Il Ballo delle Debuttanti, blogcronaca della seconda puntata

Il Ballo delle Debuttanti, blogcronaca della seconda puntata

Il ballo delle Debuttanti, blogcronaca in diretta web della seconda puntata

    Il Ballo delle Debuttanti, maestri e conduttori

    (Foto: Photomovie-Marco Rossi)

    Seconda puntata per il reality targato Maria De Filippi, Il Ballo delle Debuttanti, che seguiremo in diretta con la nostra blogcronaca a partire dalle 21.25. Inoltre da domani alle 16.15 su Canale 5 parte la striscia quotidiana de Il Ballo delle Debuttanti, al posto della serie Men on Trees. Speravamo di essercela risparmiata, e invece…

    Dopo aver ospitato per quasi un mese le vicende delle 12 (ormai 11) debuttanti all’interno di PomeriggioCinque, Canale 5 ha pensato bene di ritagliare uno spazio tutto per loro, un quarto d’ora di celebrità dedicato alle beghe insulse tra chi pensa di avere la dote innata dell’eleganza (puntualmente smentita dai comportamenti adottati) e chi invece ritiene lo stile una inutile ‘sovrastruttura’.
    Il Ballo delle Debuttanti conquista così un posto nel palinsesto giornaliero di Canale 5: a dir la verità non se ne sentiva proprio la mancanza, come del resto di tutto il programma. In ogni caso, complice anche l’inizio di Uomini e Donne, il pomeriggio di Canale 5 risulta così strutturato:
    13:40 Beautiful
    14:10 Centovetrine
    14:45 Uomini e Donne
    16:15 Il Ballo delle Debuttanti
    16:30 My Life
    16:55 Tg5 – 5 Minuti
    17:00 PomeriggioCinque

    I fans di My Life possono tirare un sospiro di sollievo: la soap non verrà sospesa prima del 6 ottobre, quando a occupare lo slot di Petra interverranno gli Amici di Maria De Filippi. Non è ancora dato sapere se si riuscirà (o meglio si vorrà) trovare un buco per non interrompere una soap che ha comunque trovato un nutrito gruppo di estimatori.

    Torniamo ora al Ballo: dopo la vittoria delle Pop e l’eliminazione di Giulia, Chic rimpianta solo dalle avversarie, vediamo chi vincerà questa sera.

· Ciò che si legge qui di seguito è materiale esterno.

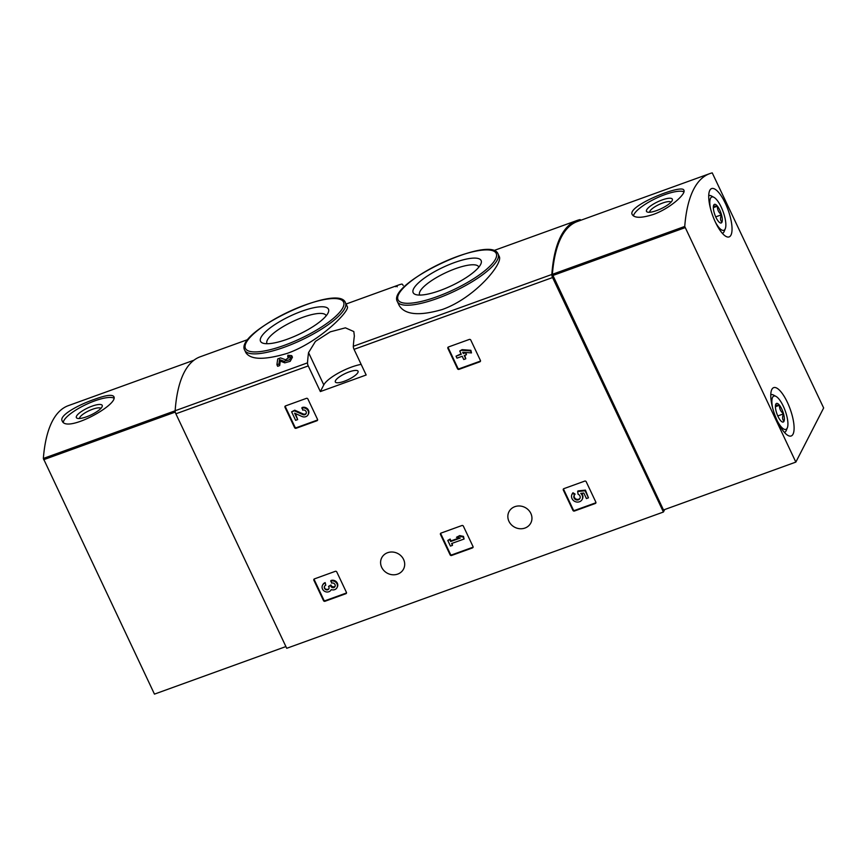 <?xml version="1.0" encoding="UTF-8"?>
<svg xmlns="http://www.w3.org/2000/svg" width="867" height="867" viewBox="0 0 867 867"><rect width="100%" height="100%" fill="white"/><g stroke="black" fill="none" stroke-linecap="round" stroke-linejoin="round"><path stroke-width="1.3" d="M306.398 398.365A1.138 1.04 27.2 0 1 307.893 398.993L317.528 419.379A1.138 1.04 27.2 0 1 316.975 420.744L296.113 428.287A1.138 1.04 27.2 0 1 294.617 427.659L284.983 407.273A1.138 1.04 27.2 0 1 285.536 405.908L306.398 398.365M335.291 571.331A1.138 1.04 27.2 0 1 336.786 571.96L346.421 592.345A1.138 1.04 27.2 0 1 345.868 593.711L325.006 601.264A1.138 1.04 27.2 0 1 323.51 600.636L313.876 580.251A1.138 1.04 27.2 0 1 314.428 578.885L335.291 571.331M366.167 374.999L354.05 349.347A2.861 0.91 -109.9 0 1 353.303 346.291A225.626 72.015 -109.9 0 1 354.354 336.049L353.823 331.562L345.413 327.834L330.251 331.844L315.458 341.381L308.544 352.62A225.626 72.015 70.1 0 0 307.492 362.861A2.861 0.91 70.1 0 0 308.24 365.928L320.357 391.57L366.167 374.999M664.696 509.536L663.418 512.029L286.728 648.299L175.882 413.797A2.861 0.91 -109.9 0 1 175.145 410.741A225.626 72.015 -109.9 0 1 200.223 356.781L248.005 339.496M663.418 512.029L552.572 277.538A2.861 0.91 -109.9 0 1 551.835 274.471A225.626 72.015 -109.9 0 1 576.913 220.521A225.626 72.015 -109.9 0 1 579.99 219.633A2.861 0.91 -109.9 0 1 580.868 220.251M403.588 559.443A12.279 11.152 -152.8 0 0 392.664 552.041A12.279 11.152 -152.8 0 0 381.718 557.795A12.279 11.152 -152.8 0 0 387.549 573.325A12.279 11.152 -152.8 0 0 403.567 569.012A12.279 11.152 -152.8 0 0 403.588 559.443M530.842 513.405A12.279 11.152 -152.8 0 0 519.929 506.003A12.279 11.152 -152.8 0 0 508.972 511.758A12.279 11.152 -152.8 0 0 514.803 527.288A12.279 11.152 -152.8 0 0 530.821 522.974A12.279 11.152 -152.8 0 0 530.842 513.405M584.726 481.109A1.138 1.04 27.2 0 1 586.211 481.738L595.846 502.123A1.138 1.04 27.2 0 1 595.304 503.489L574.431 511.031A1.138 1.04 27.2 0 1 572.946 510.403L563.301 490.018A1.138 1.04 27.2 0 1 563.853 488.652L584.726 481.109M461.894 525.543A1.138 1.04 27.2 0 1 463.379 526.161L473.014 546.557A1.138 1.04 27.2 0 1 472.472 547.911L451.599 555.465A1.138 1.04 27.2 0 1 450.114 554.837L440.469 534.451A1.138 1.04 27.2 0 1 441.021 533.086L461.894 525.543M469.296 339.441A1.138 1.04 27.2 0 1 470.781 340.07L480.416 360.455A1.138 1.04 27.2 0 1 479.874 361.81L459.001 369.364A1.138 1.04 27.2 0 1 457.516 368.735L447.881 348.35A1.138 1.04 27.2 0 1 448.423 346.984L469.296 339.441M287.367 353.335C320.031 341.782 350.55 310.234 347.277 306.582L345.434 302.681A55.694 15.021 154.7 0 1 284.452 347.179A55.694 15.021 154.7 0 1 244.743 350.279L245.849 352.631C250.693 359.924 264.533 360.163 287.367 353.335M291.724 355.665L287.909 355.242A227.338 72.557 70.1 0 0 287.703 356.575L289.741 356.803L285.644 359.805L280.561 357.898L277.754 358.916A227.338 72.557 70.1 0 0 276.931 364.758L277.668 366.308L279.694 365.571A225.626 72.015 -109.9 0 1 280.29 361.116L284.788 362.839L290.185 361.333L292.45 357.204L291.724 355.665L289.459 359.783L284.051 361.29L284.788 362.839M442.289 309.508C475.094 297.89 503.651 263.08 499.186 256.383L498.081 254.031A55.694 15.021 154.7 0 1 437.098 298.53A55.694 15.021 154.7 0 1 397.379 301.629L399.221 305.531C404.943 314.851 419.292 316.173 442.289 309.508M403.198 285.503A2.861 0.91 70.1 0 0 401.833 284.083A225.626 72.015 70.1 0 0 398.744 284.961A225.626 72.015 70.1 0 0 396.75 285.796L395.58 286.695M276.931 364.758L278.968 364.021A227.338 72.557 -109.9 0 1 279.564 359.577L284.051 361.29M279.564 359.577L280.29 361.116M287.703 356.575L288.429 358.104M278.968 364.021L279.694 365.571M287.324 339.203A37.574 10.133 154.7 0 1 263.102 343.224A37.574 10.133 154.7 0 1 290.174 316.076A37.574 10.133 154.7 0 1 328.322 312.391A37.574 10.133 154.7 0 1 287.324 339.203M267.112 343.722A32.686 8.811 154.7 0 1 266.96 343.462A32.686 8.811 154.7 0 1 292.743 321.527A32.686 8.811 154.7 0 1 326.068 315.523A32.686 8.811 154.7 0 1 326.176 315.805M439.97 290.553A37.574 10.133 154.7 0 1 415.737 294.574A37.574 10.133 154.7 0 1 442.809 267.426A37.574 10.133 154.7 0 1 480.968 263.741A37.574 10.133 154.7 0 1 439.97 290.553M419.747 295.073A32.686 8.811 154.7 0 1 419.606 294.813A32.686 8.811 154.7 0 1 445.389 272.877A32.686 8.811 154.7 0 1 478.703 266.873A32.686 8.811 154.7 0 1 478.812 267.155M361.149 364.378A25.707 6.936 -25.3 0 0 323.792 384.883L320.357 391.57M349.098 371.921A12.572 3.392 -25.3 0 0 335.269 381.762A12.572 3.392 -25.3 0 0 335.334 381.968A12.572 3.392 -25.3 0 0 348.144 379.659A12.572 3.392 -25.3 0 0 358.06 371.228A12.572 3.392 -25.3 0 0 349.098 371.921M595.943 502.665A1.138 1.04 27.2 0 1 595.629 502.849L574.756 510.392A1.138 1.04 27.2 0 1 573.271 509.774L563.626 489.378A1.138 1.04 27.2 0 1 563.528 488.847M577.639 491.556L577.975 490.917L585.431 490.115L585.106 490.755L577.639 491.556L578.094 494.233A3.251 2.959 27.2 0 1 579.915 498.482A3.251 2.959 27.2 0 1 575.666 499.63A3.251 2.959 27.2 0 1 574.745 494.71L572.643 493.399L572.968 492.759L575.07 494.071L574.745 494.71M580.056 498.157A3.251 2.959 27.2 0 1 574.312 495.198M581.616 493.28A5.701 5.18 27.2 0 1 582.418 498.958L582.082 499.598A5.701 5.18 27.2 0 1 571.949 494.396A5.701 5.18 27.2 0 1 572.643 493.399M571.949 494.396L572.274 493.757A5.701 5.18 27.2 0 1 572.968 492.759M585.431 490.115L588.455 497.831L586.428 498.568L583.816 493.041L580.771 493.366A5.701 5.18 27.2 0 1 582.082 499.598M588.455 497.831L585.106 490.755M346.518 592.887A1.138 1.04 27.2 0 1 346.204 593.071L325.331 600.625A1.138 1.04 27.2 0 1 323.835 599.997L314.201 579.611A1.138 1.04 27.2 0 1 314.103 579.069M330.663 581.139A4.888 4.433 27.2 0 1 337.014 587.62L337.339 586.981A4.888 4.433 27.2 0 0 330.988 580.5L331.595 583.123A2.601 2.363 27.2 0 1 334.76 586.926A2.276 2.07 27.2 0 1 330.901 586.32L330.576 585.648L328.55 586.374L328.864 587.046A2.276 2.07 27.2 0 1 326.631 589.874A2.601 2.363 27.2 0 1 325.797 585.214L325.179 582.602L325.797 585.214M335.117 586.244A2.601 2.363 27.2 0 1 331.227 585.68L330.901 586.32M328.55 586.374L330.912 585.008L331.227 585.68M330.912 585.008L330.576 585.648M328.994 588.487A2.276 2.07 27.2 0 1 324.735 585.994M337.014 587.62A4.888 4.433 27.2 0 1 331.259 589.603A4.888 4.433 27.2 0 1 324.832 591.435A4.888 4.433 27.2 0 1 322.524 585.258L322.849 584.618A4.888 4.433 27.2 0 1 325.179 582.602M322.524 585.258A4.888 4.433 27.2 0 1 324.854 583.231M473.111 547.099A1.138 1.04 27.2 0 1 472.797 547.283L451.924 554.826A1.138 1.04 27.2 0 1 450.439 554.208L440.804 533.812A1.138 1.04 27.2 0 1 440.696 533.281M456.476 537.28L459.705 535.6L463.477 536.391L463.151 537.02L459.38 536.229L456.476 537.28L460.247 538.071L450.667 541.539L449.8 539.697L447.773 540.434L450.45 546.102L452.476 545.365L451.609 543.522L464.083 539.014L463.151 537.02M459.705 535.6L459.38 536.229M447.773 540.434L450.125 539.057L451.003 540.9L459.337 537.887M451.003 540.9L450.667 541.539M450.125 539.057L449.8 539.697M452.151 543.327L452.476 545.365M463.477 536.391L464.083 539.014M317.625 419.921A1.138 1.04 27.2 0 1 317.311 420.105L296.438 427.648A1.138 1.04 27.2 0 1 294.953 427.03L285.308 406.634A1.138 1.04 27.2 0 1 285.21 406.103M308.121 414.643L308.446 414.014A4.888 4.433 27.2 0 0 302.095 407.523L302.702 410.145A2.601 2.363 27.2 0 1 306.094 413.602A2.601 2.363 27.2 0 1 302.832 414.589L294.412 410.817L291.615 411.836L295.625 420.343L297.663 419.606L294.628 413.191L302.009 416.485A4.888 4.433 27.2 0 0 307.167 409.473A4.888 4.433 27.2 0 0 301.77 408.162M306.235 413.277A2.601 2.363 27.2 0 1 303.157 413.949L302.832 414.589M291.615 411.836L294.747 410.189L303.157 413.949M294.747 410.189L294.412 410.817M295.419 413.537L297.663 419.606M480.524 360.997A1.138 1.04 27.2 0 1 480.199 361.181L459.326 368.724A1.138 1.04 27.2 0 1 457.841 368.107L448.206 347.71A1.138 1.04 27.2 0 1 448.109 347.179M459.727 351.027L462.078 349.65L470.879 350.29L470.553 350.929L461.753 350.29L459.727 351.027L461.266 354.278L456.042 356.174L456.985 358.158L462.209 356.261L463.747 359.523L465.774 358.786L464.235 355.535L466.413 354.744L465.471 352.761L463.292 353.552L462.696 352.273L471.485 352.912L470.553 350.929M462.078 349.65L461.753 350.29M456.042 356.174L461.06 353.844M464.766 355.34L465.774 358.786M465.98 352.511L466.413 354.744M463.346 352.316L463.628 352.912L464.94 352.435M463.628 352.912L463.292 353.552M470.879 350.29L471.485 352.912M684.735 226.45A225.626 72.015 -109.9 0 1 709.726 173.638A225.626 72.015 -109.9 0 1 712.24 172.88L823.65 407.956L795.841 462.1L684.735 226.45L552.387 274.319A225.626 72.015 -109.9 0 1 577.379 221.508L709.726 173.638M653.295 214.463C670.007 208.579 686.35 193.688 683.879 190.263C682.643 183.479 626.267 206.108 632.292 214.648C634.698 218.213 641.699 218.148 653.295 214.463M552.387 274.319L663.493 509.98L795.841 462.1M715.47 222.299A25.707 8.204 -109.9 0 1 711.634 188.572A25.707 8.204 -109.9 0 1 728.096 209.955A25.707 8.204 -109.9 0 1 729.125 236.908A25.707 8.204 -109.9 0 1 715.47 222.299M777.526 421.362A25.707 8.204 -109.9 0 1 773.689 387.636A25.707 8.204 -109.9 0 1 790.151 409.018A25.707 8.204 -109.9 0 1 791.181 435.982A25.707 8.204 -109.9 0 1 777.526 421.362M633.43 215.937A28.557 7.705 154.7 0 1 655.777 198.445A28.557 7.705 154.7 0 1 683.933 191.845M656.677 210.562A14.284 3.847 154.7 0 1 647.476 212.09A14.284 3.847 154.7 0 1 657.76 201.773A14.284 3.847 154.7 0 1 672.261 200.375A14.284 3.847 154.7 0 1 656.677 210.562M649.686 212.252A11.802 3.186 154.7 0 1 659.061 204.525A11.802 3.186 154.7 0 1 670.993 202.184M776.225 411.608A9.895 3.154 -109.9 0 1 775.727 404.336A9.895 3.154 -109.9 0 1 775.824 404.12C775.499 405.041 776.724 405.42 779.487 405.236C779.314 408.66 780.668 411.532 783.562 413.852C782.153 416.886 782.294 419.39 783.963 421.34A9.895 3.154 -109.9 0 1 782.056 421.85A9.895 3.154 -109.9 0 1 780.289 420.224A9.895 3.154 -109.9 0 1 776.225 411.608M775.824 404.12A9.895 3.154 -109.9 0 1 779.487 405.236A9.895 3.154 -109.9 0 1 783.562 413.852A9.895 3.154 -109.9 0 1 783.963 421.34M772.616 407.826A17.708 5.646 -109.9 0 1 776.008 396.403A17.708 5.646 -109.9 0 1 785.209 410.806A17.708 5.646 -109.9 0 1 787.355 427.756A17.708 5.646 -109.9 0 1 777.428 421.156M770.785 394.788A19.995 6.383 -109.9 0 1 771.056 394.669A19.995 6.383 -109.9 0 1 773.472 395.038L776.008 396.403M787.355 427.756L786.282 430.433A19.995 6.383 -109.9 0 1 784.657 432.265A19.995 6.383 -109.9 0 1 784.375 432.351L784.657 432.265M777.786 415.943L783.562 413.852M775.401 406.721L779.487 405.236M714.159 212.534A9.895 3.154 -109.9 0 1 713.66 205.262A9.895 3.154 -109.9 0 1 713.758 205.045C713.433 205.978 714.657 206.346 717.432 206.173C717.247 209.586 718.602 212.458 721.507 214.778C720.098 217.823 720.228 220.316 721.908 222.277A9.895 3.154 -109.9 0 1 720 222.786A9.895 3.154 -109.9 0 1 718.234 221.15A9.895 3.154 -109.9 0 1 714.159 212.534M713.758 205.045A9.895 3.154 -109.9 0 1 717.432 206.173A9.895 3.154 -109.9 0 1 721.507 214.778A9.895 3.154 -109.9 0 1 721.908 222.277M710.55 208.763A17.708 5.646 -109.9 0 1 713.953 197.34A17.708 5.646 -109.9 0 1 723.143 211.743A17.708 5.646 -109.9 0 1 725.289 228.693A17.708 5.646 -109.9 0 1 715.373 222.082M708.729 195.714A19.995 6.383 -109.9 0 1 708.989 195.595A19.995 6.383 -109.9 0 1 711.417 195.964L713.953 197.34M725.289 228.693L724.216 231.37A19.995 6.383 -109.9 0 1 722.601 233.201A19.995 6.383 -109.9 0 1 722.309 233.277L722.601 233.201M715.73 216.869L721.507 214.778M713.346 207.647L717.432 206.173M193.926 360.217L68.341 405.648A225.626 72.015 70.1 0 0 43.35 458.459L154.456 694.12L285.915 646.565M94.08 399.47C77.315 405.279 58.88 415.737 62.175 420.885C66.195 433.598 119.462 404.369 113.761 396.501C111.984 394.29 105.427 395.276 94.08 399.47M63.302 422.175A28.557 7.705 154.7 0 1 94.741 400.879A28.557 7.705 154.7 0 1 113.815 398.083M92.01 406.179A14.284 3.847 154.7 0 1 102.143 406.612A14.284 3.847 154.7 0 1 90.937 414.968A14.284 3.847 154.7 0 1 77.358 418.327A14.284 3.847 154.7 0 1 79.211 413.158A14.284 3.847 154.7 0 1 92.01 406.179M79.569 418.49A11.802 3.186 154.7 0 1 92.563 409.257A11.802 3.186 154.7 0 1 100.865 408.422M175.882 413.797L308.24 365.928M354.05 349.347L552.572 277.538M353.303 346.291L551.835 274.471M175.145 410.741L307.492 362.861M284.138 345.402A54.263 14.631 154.7 0 1 257.802 330.305A54.263 14.631 154.7 0 1 341.555 300.004A54.263 14.631 154.7 0 1 284.138 345.402M436.784 296.763A54.263 14.631 154.7 0 1 410.438 281.656A54.263 14.631 154.7 0 1 494.201 251.354A54.263 14.631 154.7 0 1 436.784 296.763M396.75 285.796L397.216 286.793M308.544 352.62L323.792 384.883M595.629 502.849L595.304 503.489M574.756 510.392L574.431 511.031M573.271 509.774L572.946 510.403M563.626 489.378L563.301 490.018M346.204 593.071L345.868 593.711M325.331 600.625L325.006 601.264M323.835 599.997L323.51 600.636M314.201 579.611L313.876 580.251M335.085 586.298L334.76 586.926M326.957 589.235L326.631 589.874M472.797 547.283L472.472 547.911M451.924 554.826L451.599 555.465M450.439 554.208L450.114 554.837M440.804 533.812L440.469 534.451M317.311 420.105L316.975 420.744M296.438 427.648L296.113 428.287M294.953 427.03L294.617 427.659M285.308 406.634L284.983 407.273M480.199 361.181L479.874 361.81M459.326 368.724L459.001 369.364M457.841 368.107L457.516 368.735M448.206 347.71L447.881 348.35M552.68 275.554L685.028 227.674M175.145 410.785L43.35 458.459M175.286 412.074L43.643 459.694M346.074 304.024L398.744 284.961M493.767 250.596L576.913 220.521M244.743 350.279C233.678 332.224 338.542 282.675 345.434 302.681M397.379 301.629C386.324 283.574 491.177 234.025 498.081 254.031"/></g></svg>

Per par condicio, e soprattutto per non dare subito l’impressione di una bilancia già squilibrata verso le Pop (che riteniamo già vincitrici) molto probabilmente la seconda puntata verrà vinta dalle Chic. Ribadendo che sei puntate per questo reality sono già troppe, ci ripromettiamo di mantenere un maggior contegno e un maggior distacco dalle becere questioni che occupano (come previsto dagli autori) il 98% della trasmissione. Prima di tutto perché il nostro fegato non può sopportare una domenica sera all’insegna di sterili e pretestuose polemiche, poi perché rieniamo il tutto di una tale pochezza da sfiorare l’offesa al pubblico.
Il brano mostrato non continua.